スティーヴ・リリーホワイト、ピーター・ゲイブリエル「III」を語る (自ら代表作を語る (2/8))
「MusicRadar」の2011年2月の記事より。プロデューサー、スティーヴ・リリーホワイトが代表的な仕事として16枚のアルバムを選んだ内から抜粋。第2回はピーター・ゲイブリエル「III」(1980年)。
→ Production Legend Steve Lillywhite on 16 Career Defining Records
- ピーターが電話をかけてきたんだが、どうせ誰かの悪ふざけだろうって思って、まさかピーター・ゲイブリエル本人だなんて思いもよらなかった。けれども、会って、で、成功して有名になったってわけだ。「旧時代」の人、年上の人、はっきり言って、自分が歯向かってる部類の音楽の人をプロデュースするのは初めてで、新しい経験だった。だって、俺はパンク出身だが、ジェネシス (ピーター・ゲイブリエルが元いたバンド。プログレ系の代表格の一つ) は明らかにパンクじゃないよな。ピーターの色んなアイデアには驚かされっぱなしだった。「このアルバムじゃシンバルを使いたくないんだ」とか言い出す。俺は「うわー! それ、いい」。ドラムスの臨場感にはいつも気を遣ってて、必ずシンバルが邪魔になるんだよ。なので、シンバル抜きで録音して、結果はユニークな美しいサウンドになった。アルバムそのものはとてもダークだが、スタジオの雰囲気は楽しくて面白かった。ピーターはアイデアの宝庫だけど、こだわりなく何でも試してみるんだ。彼が何か言い出す度に、俺は「すごいや。じゃ、それで少しやってみようよ」。それが彼にも気に入ってもらえた。お互い、色んなことを得たんじゃないかと思う。

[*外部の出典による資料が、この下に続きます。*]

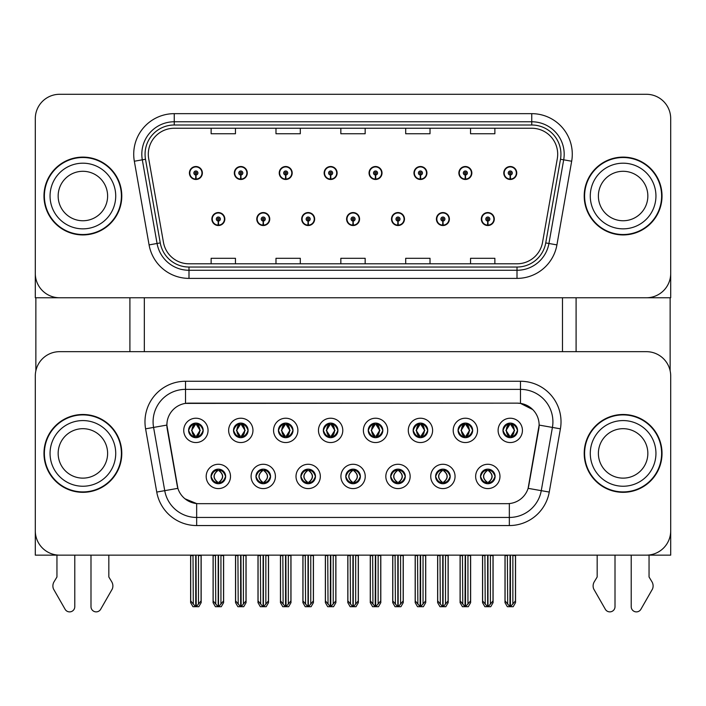 <?xml version="1.0" encoding="UTF-8"?>
<svg xmlns="http://www.w3.org/2000/svg" width="706" height="706" viewBox="0 0 706 706"><rect width="100%" height="100%" fill="white"/><g stroke="black" fill="none" stroke-linecap="round" stroke-linejoin="round"><path stroke-width="1.06" d="M188.599 430.386A7.298 7.298 0 0 0 195.889 437.685A7.298 7.298 0 0 0 203.187 430.386A7.298 7.298 0 0 0 195.889 423.088A7.298 7.298 0 0 0 188.599 430.386L188.661 430.386C190.179 434.464 192.067 436.423 194.344 436.273L193.85 437.393M183.736 430.386A12.161 12.161 0 0 0 195.889 442.547A12.161 12.161 0 0 0 208.049 430.386A12.161 12.161 0 0 0 195.889 418.226A12.161 12.161 0 0 0 183.736 430.386M300.871 476.435A7.298 7.298 0 0 0 308.169 483.725A7.298 7.298 0 0 0 315.467 476.435A7.298 7.298 0 0 0 308.169 469.137A7.298 7.298 0 0 0 300.871 476.435L300.941 476.435C302.327 480.362 304.215 482.322 306.625 482.33L307.489 482.33C302.662 478.394 302.662 474.467 307.489 470.531L306.625 470.531C304.26 470.487 302.371 472.455 300.941 476.435M296.008 476.435A12.161 12.161 0 0 0 308.169 488.587A12.161 12.161 0 0 0 320.33 476.435A12.161 12.161 0 0 0 308.169 464.274A12.161 12.161 0 0 0 296.008 476.435M255.96 476.435A7.298 7.298 0 0 0 263.259 483.725A7.298 7.298 0 0 0 270.557 476.435A7.298 7.298 0 0 0 263.259 469.137A7.298 7.298 0 0 0 255.96 476.435L256.031 476.435C257.416 480.362 259.305 482.322 261.714 482.33L262.579 482.33C257.752 478.394 257.752 474.467 262.579 470.531L261.714 470.531C259.349 470.487 257.461 472.455 256.031 476.435M251.098 476.435A12.161 12.161 0 0 0 263.259 488.587A12.161 12.161 0 0 0 275.419 476.435A12.161 12.161 0 0 0 263.259 464.274A12.161 12.161 0 0 0 251.098 476.435M435.611 476.435A7.298 7.298 0 0 0 442.9 483.725A7.298 7.298 0 0 0 450.199 476.435A7.298 7.298 0 0 0 442.9 469.137A7.298 7.298 0 0 0 435.611 476.435L435.673 476.435C437.058 480.362 438.955 482.322 441.365 482.33L442.221 482.33C437.393 478.394 437.393 474.467 442.221 470.531L441.365 470.531C439 470.487 437.102 472.455 435.673 476.435M430.739 476.435A12.161 12.161 0 0 0 442.9 488.587A12.161 12.161 0 0 0 455.061 476.435A12.161 12.161 0 0 0 442.9 464.274A12.161 12.161 0 0 0 430.739 476.435M368.241 430.386A7.298 7.298 0 0 0 375.539 437.685A7.298 7.298 0 0 0 382.828 430.386A7.298 7.298 0 0 0 375.539 423.088A7.298 7.298 0 0 0 368.241 430.386L368.311 430.386C369.82 434.464 371.718 436.423 373.995 436.273L373.5 437.393M363.378 430.386A12.161 12.161 0 0 0 375.539 442.547A12.161 12.161 0 0 0 387.7 430.386A12.161 12.161 0 0 0 375.539 418.226A12.161 12.161 0 0 0 363.378 430.386M458.062 430.386A7.298 7.298 0 0 0 465.36 437.685A7.298 7.298 0 0 0 472.658 430.386A7.298 7.298 0 0 0 465.36 423.088A7.298 7.298 0 0 0 458.062 430.386L458.132 430.386C459.641 434.464 461.539 436.423 463.816 436.273L463.321 437.393M453.199 430.386A12.161 12.161 0 0 0 465.36 442.547A12.161 12.161 0 0 0 477.521 430.386A12.161 12.161 0 0 0 465.36 418.226A12.161 12.161 0 0 0 453.199 430.386M211.05 476.435A7.298 7.298 0 0 0 218.348 483.725A7.298 7.298 0 0 0 225.646 476.435A7.298 7.298 0 0 0 218.348 469.137A7.298 7.298 0 0 0 211.05 476.435L211.12 476.435C212.506 480.362 214.395 482.322 216.804 482.33L217.669 482.33C212.841 478.394 212.841 474.467 217.669 470.531L216.804 470.531C214.439 470.487 212.541 472.455 211.12 476.435M206.187 476.435A12.161 12.161 0 0 0 218.348 488.587A12.161 12.161 0 0 0 230.509 476.435A12.161 12.161 0 0 0 218.348 464.274A12.161 12.161 0 0 0 206.187 476.435M323.33 430.386A7.298 7.298 0 0 0 330.629 437.685A7.298 7.298 0 0 0 337.918 430.386A7.298 7.298 0 0 0 330.629 423.088A7.298 7.298 0 0 0 323.33 430.386L323.401 430.386C324.91 434.464 326.799 436.423 329.084 436.273L328.581 437.393M318.468 430.386A12.161 12.161 0 0 0 330.629 442.547A12.161 12.161 0 0 0 342.789 430.386A12.161 12.161 0 0 0 330.629 418.226A12.161 12.161 0 0 0 318.468 430.386M233.51 430.386A7.298 7.298 0 0 0 240.808 437.685A7.298 7.298 0 0 0 248.097 430.386A7.298 7.298 0 0 0 240.808 423.088A7.298 7.298 0 0 0 233.51 430.386L233.58 430.386C235.089 434.464 236.978 436.423 239.263 436.273L238.76 437.393M228.647 430.386A12.161 12.161 0 0 0 240.808 442.547A12.161 12.161 0 0 0 252.96 430.386A12.161 12.161 0 0 0 240.808 418.226A12.161 12.161 0 0 0 228.647 430.386M278.42 430.386A7.298 7.298 0 0 0 285.718 437.685A7.298 7.298 0 0 0 293.008 430.386A7.298 7.298 0 0 0 285.718 423.088A7.298 7.298 0 0 0 278.42 430.386L278.491 430.386C280 434.464 281.888 436.423 284.174 436.273L283.671 437.393M273.557 430.386A12.161 12.161 0 0 0 285.718 442.547A12.161 12.161 0 0 0 297.879 430.386A12.161 12.161 0 0 0 285.718 418.226A12.161 12.161 0 0 0 273.557 430.386M390.692 476.435A7.298 7.298 0 0 0 397.99 483.725A7.298 7.298 0 0 0 405.288 476.435A7.298 7.298 0 0 0 397.99 469.137A7.298 7.298 0 0 0 390.692 476.435L390.762 476.435C392.148 480.362 394.045 482.322 396.454 482.33L397.31 482.33C392.483 478.394 392.483 474.467 397.31 470.531L396.454 470.531C394.089 470.487 392.192 472.455 390.762 476.435M385.829 476.435A12.161 12.161 0 0 0 397.99 488.587A12.161 12.161 0 0 0 410.151 476.435A12.161 12.161 0 0 0 397.99 464.274A12.161 12.161 0 0 0 385.829 476.435M345.781 476.435A7.298 7.298 0 0 0 353.079 483.725A7.298 7.298 0 0 0 360.378 476.435A7.298 7.298 0 0 0 353.079 469.137A7.298 7.298 0 0 0 345.781 476.435L345.852 476.435C347.237 480.362 349.135 482.322 351.535 482.33L352.4 482.33C347.573 478.394 347.573 474.467 352.4 470.531L351.535 470.531C349.17 470.487 347.281 472.455 345.852 476.435M340.919 476.435A12.161 12.161 0 0 0 353.079 488.587A12.161 12.161 0 0 0 365.24 476.435A12.161 12.161 0 0 0 353.079 464.274A12.161 12.161 0 0 0 340.919 476.435M502.972 430.386A7.298 7.298 0 0 0 510.27 437.685A7.298 7.298 0 0 0 517.569 430.386A7.298 7.298 0 0 0 510.27 423.088A7.298 7.298 0 0 0 502.972 430.386L503.043 430.386C504.552 434.464 506.449 436.423 508.726 436.273L508.232 437.393M498.109 430.386A12.161 12.161 0 0 0 510.27 442.547A12.161 12.161 0 0 0 522.431 430.386A12.161 12.161 0 0 0 510.27 418.226A12.161 12.161 0 0 0 498.109 430.386M413.151 430.386A7.298 7.298 0 0 0 420.449 437.685A7.298 7.298 0 0 0 427.748 430.386A7.298 7.298 0 0 0 420.449 423.088A7.298 7.298 0 0 0 413.151 430.386L413.222 430.386C414.731 434.464 416.628 436.423 418.905 436.273L418.411 437.393M408.289 430.386A12.161 12.161 0 0 0 420.449 442.547A12.161 12.161 0 0 0 432.61 430.386A12.161 12.161 0 0 0 420.449 418.226A12.161 12.161 0 0 0 408.289 430.386M480.521 476.435A7.298 7.298 0 0 0 487.811 483.725A7.298 7.298 0 0 0 495.109 476.435A7.298 7.298 0 0 0 487.811 469.137A7.298 7.298 0 0 0 480.521 476.435L480.583 476.435C481.969 480.362 483.866 482.322 486.275 482.33L487.14 482.33C482.313 478.394 482.313 474.467 487.14 470.531L486.275 470.531C483.91 470.487 482.013 472.455 480.583 476.435M475.65 476.435A12.161 12.161 0 0 0 487.811 488.587A12.161 12.161 0 0 0 499.972 476.435A12.161 12.161 0 0 0 487.811 464.274A12.161 12.161 0 0 0 475.65 476.435M166.872 425.038A21.886 21.886 0 0 0 167.207 428.833L177.206 485.578A21.886 21.886 0 0 0 198.765 503.669L507.235 503.669A21.886 21.886 0 0 0 528.794 485.578L538.793 428.833A21.886 21.886 0 0 0 517.242 403.144L188.758 403.144A21.886 21.886 0 0 0 166.872 425.038L167.11 421.791M35.3 375.989L35.3 555.145L670.7 555.145L670.7 375.989A24.322 24.322 0 0 0 646.378 351.667L59.622 351.667A24.322 24.322 0 0 0 35.3 375.989L35.3 530.824A24.322 24.322 0 0 0 59.622 555.145L646.378 555.145A24.322 24.322 0 0 0 670.7 530.824L670.7 375.989M144.333 297.764L144.333 351.667M562.479 297.764L562.479 351.667M346.593 219.045A6.486 6.486 0 0 0 353.079 225.532A6.486 6.486 0 0 0 359.566 219.045A6.486 6.486 0 0 0 353.079 212.559A6.486 6.486 0 0 0 346.593 219.045M391.503 219.045A6.486 6.486 0 0 0 397.99 225.532A6.486 6.486 0 0 0 404.476 219.045A6.486 6.486 0 0 0 397.99 212.559A6.486 6.486 0 0 0 391.503 219.045M301.683 219.045A6.486 6.486 0 0 0 308.169 225.532A6.486 6.486 0 0 0 314.655 219.045A6.486 6.486 0 0 0 308.169 212.559A6.486 6.486 0 0 0 301.683 219.045M256.772 219.045A6.486 6.486 0 0 0 263.259 225.532A6.486 6.486 0 0 0 269.745 219.045A6.486 6.486 0 0 0 263.259 212.559A6.486 6.486 0 0 0 256.772 219.045M211.862 219.045A6.486 6.486 0 0 0 218.348 225.532A6.486 6.486 0 0 0 224.835 219.045A6.486 6.486 0 0 0 218.348 212.559A6.486 6.486 0 0 0 211.862 219.045M436.414 219.045A6.486 6.486 0 0 0 442.9 225.532A6.486 6.486 0 0 0 449.387 219.045A6.486 6.486 0 0 0 442.9 212.559A6.486 6.486 0 0 0 436.414 219.045M458.874 172.996A6.486 6.486 0 0 0 465.36 179.483A6.486 6.486 0 0 0 471.846 172.996A6.486 6.486 0 0 0 465.36 166.51A6.486 6.486 0 0 0 458.874 172.996M413.963 172.996A6.486 6.486 0 0 0 420.449 179.483A6.486 6.486 0 0 0 426.936 172.996A6.486 6.486 0 0 0 420.449 166.51A6.486 6.486 0 0 0 413.963 172.996M369.053 172.996A6.486 6.486 0 0 0 375.539 179.483A6.486 6.486 0 0 0 382.025 172.996A6.486 6.486 0 0 0 375.539 166.51A6.486 6.486 0 0 0 369.053 172.996M324.142 172.996A6.486 6.486 0 0 0 330.629 179.483A6.486 6.486 0 0 0 337.115 172.996A6.486 6.486 0 0 0 330.629 166.51A6.486 6.486 0 0 0 324.142 172.996M279.232 172.996A6.486 6.486 0 0 0 285.718 179.483A6.486 6.486 0 0 0 292.196 172.996A6.486 6.486 0 0 0 285.718 166.51A6.486 6.486 0 0 0 279.232 172.996M234.321 172.996A6.486 6.486 0 0 0 240.808 179.483A6.486 6.486 0 0 0 247.285 172.996A6.486 6.486 0 0 0 240.808 166.51A6.486 6.486 0 0 0 234.321 172.996M189.411 172.996A6.486 6.486 0 0 0 195.889 179.483A6.486 6.486 0 0 0 202.375 172.996A6.486 6.486 0 0 0 195.889 166.51A6.486 6.486 0 0 0 189.411 172.996M481.324 219.045A6.486 6.486 0 0 0 487.811 225.532A6.486 6.486 0 0 0 494.297 219.045A6.486 6.486 0 0 0 487.811 212.559A6.486 6.486 0 0 0 481.324 219.045M503.784 172.996A6.486 6.486 0 0 0 510.27 179.483A6.486 6.486 0 0 0 516.757 172.996A6.486 6.486 0 0 0 510.27 166.51A6.486 6.486 0 0 0 503.784 172.996M670.7 297.764L670.7 118.599A24.322 24.322 0 0 0 646.378 94.286L59.622 94.286A24.322 24.322 0 0 0 35.3 118.599L35.3 297.764L670.7 297.764M43.975 453.411A38.909 38.909 0 0 0 82.884 492.32A38.909 38.909 0 0 0 121.794 453.411A38.909 38.909 0 0 0 82.884 414.493A38.909 38.909 0 0 0 43.975 453.411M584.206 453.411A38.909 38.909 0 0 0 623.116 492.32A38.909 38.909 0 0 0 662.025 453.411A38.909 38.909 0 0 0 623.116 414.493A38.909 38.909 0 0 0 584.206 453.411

ピーター・ゲイブリエルのソロ・アルバムは、最初の4枚がどれも「Peter Gabriel」ってタイトルなんで、実に紛らわしい。ここで取り上げられてるのは3作めで、ドラムスのゲート・リヴァーブ (Gated Reverb。日本ではゲート・エコーって呼ぶ人もいたりした) をドラマーのフィル・コリンズとエンジニアのヒュー・パジャムが作り出したことでも有名。ピーター・ゲイブリエルとの仕事がいつも面白くて楽しいってのは、トニー・レヴィンなんかも言っている。右手の指にドラム・スティックのような棒をはめてベースギターの弦を叩く奏法 (ファンク・フィンガーズと名づけられた) をレヴィンに勧めたのもゲイブリエルだし。
次回はU2の予定。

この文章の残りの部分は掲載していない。